- Parliament of the United Kingdom
- Long title: An Act for making a Railway from the Brecknock and Abergavenny Canal, in the Parish of Llanwenarth, to or near to Llanvihangel Crucorney, in the County of Monmouth.
- Citation: 51 Geo. 3. c. cxxiii

Dates
- Royal assent: 25 May 1811

Text of statute as originally enacted

= Llanvihangel Railway =

The Llanvihangel Railway was an early horse-drawn railway line in Monmouthshire which operated over a 6+1/4 mi route between the Brecknock and Abergavenny Canal and Llanvihangel Crucorney from 1814 until 1846. The act of Parliament for the railway, the Llanvihangel Railway Act 1811 (51 Geo. 3. c. cxxiii), received royal assent on 25 May 1811. The line was initially constructed only as far as Blaengavenny and it was 1820 or 1821 before it was extended to Llanvihangel.

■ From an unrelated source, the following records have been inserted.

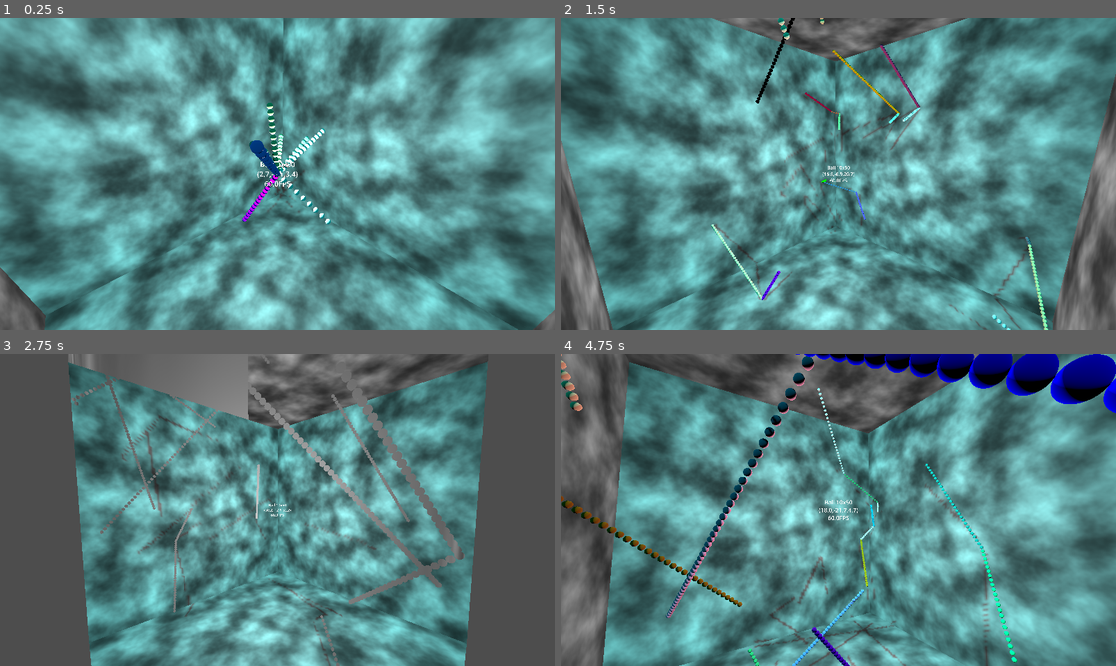
Above: before the commit, frames 1-4 (two rows, left to right).
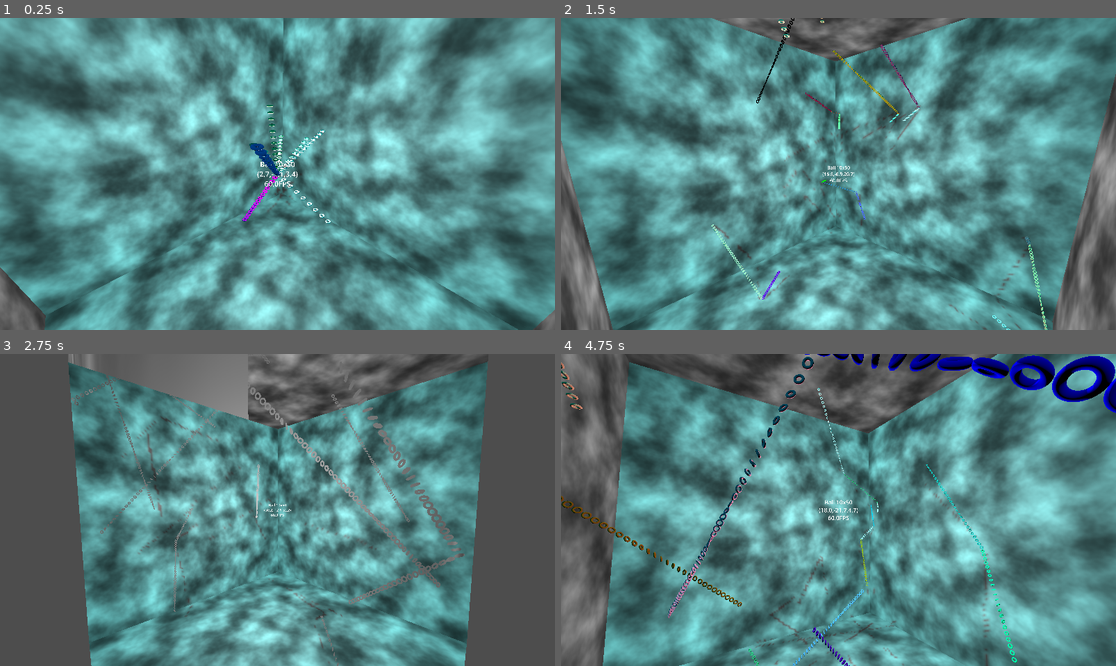
Above: after the commit, the same moments.

Repository: kasworld/gd4game3d
Game: Godot game, scene res://main.tscn
Same seed, same stepped clock (60 frames per second), same inputs: the game is played once before the commit and once after it.
Inputs:
- Up to frame 1 (0.25 s): no input
- Up to frame 2 (1.5 s): no input
- Up to frame 3 (2.75 s): no input
- Up to frame 4 (4.75 s): no input

The runs differ from the first frame. In frame 1, 0.6% of the frame differs, in the area x 43-60%, y 27-67%; in frame 2, 0.9%; in frame 3, 1.5%; in frame 4, 6.0%, in the area x 0-100%, y 0-100%.

Commit message:
torus rotate

Diff:
--- a/ball/ball.gd
+++ b/ball/ball.gd
@@ -10,6 +10,8 @@
 var sphere_cursor :int
 var color_mat_list = []
 var current_mat :Material
+var current_rot :Vector3
+var current_rot_accel :Vector3
 
 func init(ba :AABB, count :int, comats :Array)->void:
 	color_mat_list = comats
@@ -21,15 +23,35 @@
 	current_mat = color_mat_list.pick_random()
 	for i in sphere_count:
 		var sp = MeshInstance3D.new()
-		sp.mesh = new_mesh(radius,current_mat)
+		sp.mesh = new_torus(radius,current_mat)
 		add_child(sp)
 		sphere_list.append(sp)
 
-func new_mesh(r :float, mat :Material)->Mesh:
+func new_sphere(r :float, mat :Material)->Mesh:
 	var mesh = SphereMesh.new()
 	mesh.radius = r
 	#mesh.radial_segments = 100
 	#mesh.rings = 100
+	mesh.material = mat
+	return mesh
+
+func new_box(r :float, mat :Material)->Mesh:
+	var mesh = BoxMesh.new()
+	mesh.size = Vector3(r,r,r)
+	mesh.material = mat
+	return mesh
+
+func new_text(r :float, mat :Material)->Mesh:
+	var mesh = TextMesh.new()
+	mesh.font_size = r*500
+	mesh.text = "A"
+	mesh.material = mat
+	return mesh
+
+func new_torus(r :float, mat :Material)->Mesh:
+	var mesh = TorusMesh.new()
+	mesh.inner_radius = r/2
+	mesh.outer_radius = r
 	mesh.material = mat
 	return mesh
 
@@ -53,13 +75,19 @@
 
 	if bounced :
 		current_mat = color_mat_list.pick_random()
+		current_rot_accel = Vector3(rand_rad(),rand_rad(),rand_rad())
 	sp.mesh.material = current_mat
+	current_rot += current_rot_accel
+	sp.rotation = current_rot
 
 	if velocity.length() > speed_max:
 		velocity = velocity.normalized() * speed_max
 	if velocity.length() < speed_min:
 		velocity = velocity.normalized() * speed_min
 
+func rand_rad()->float:
+	return randf_range(-PI,PI)/10
+
 func random_positive(w :float)->float:
 	return randf_range(w/10,w)

Its construction followed unsuccessful attempts in 1793 and 1810 to construct a canal from Abergavenny to the Wye at Hereford. Two other similar but unsuccessful tramroad schemes were also promoted in 1810. The railway was constructed from a coal wharf on the canal east by way of Llanfoist, across the River Usk by means of a bridge constructed immediately adjacent to the existing road bridge, on its upstream side, but at a higher level above the river, then north past Abergavenny to the village of Llanvihangel Crucorney where it met with the Grosmont Railway. By 1829 the Llanvihangel Railway connected in turn with the Hereford Railway. Following the decommissioning of the Usk bridge for railway use, it was lowered and incorporated into a widened road bridge in 1868.

All three railways were sold in 1846 to the Newport, Abergavenny and Hereford Railway Company, the Llanvihangel Railway fetching a price of £21,750. The company replaced them with a standard-gauge steam railway.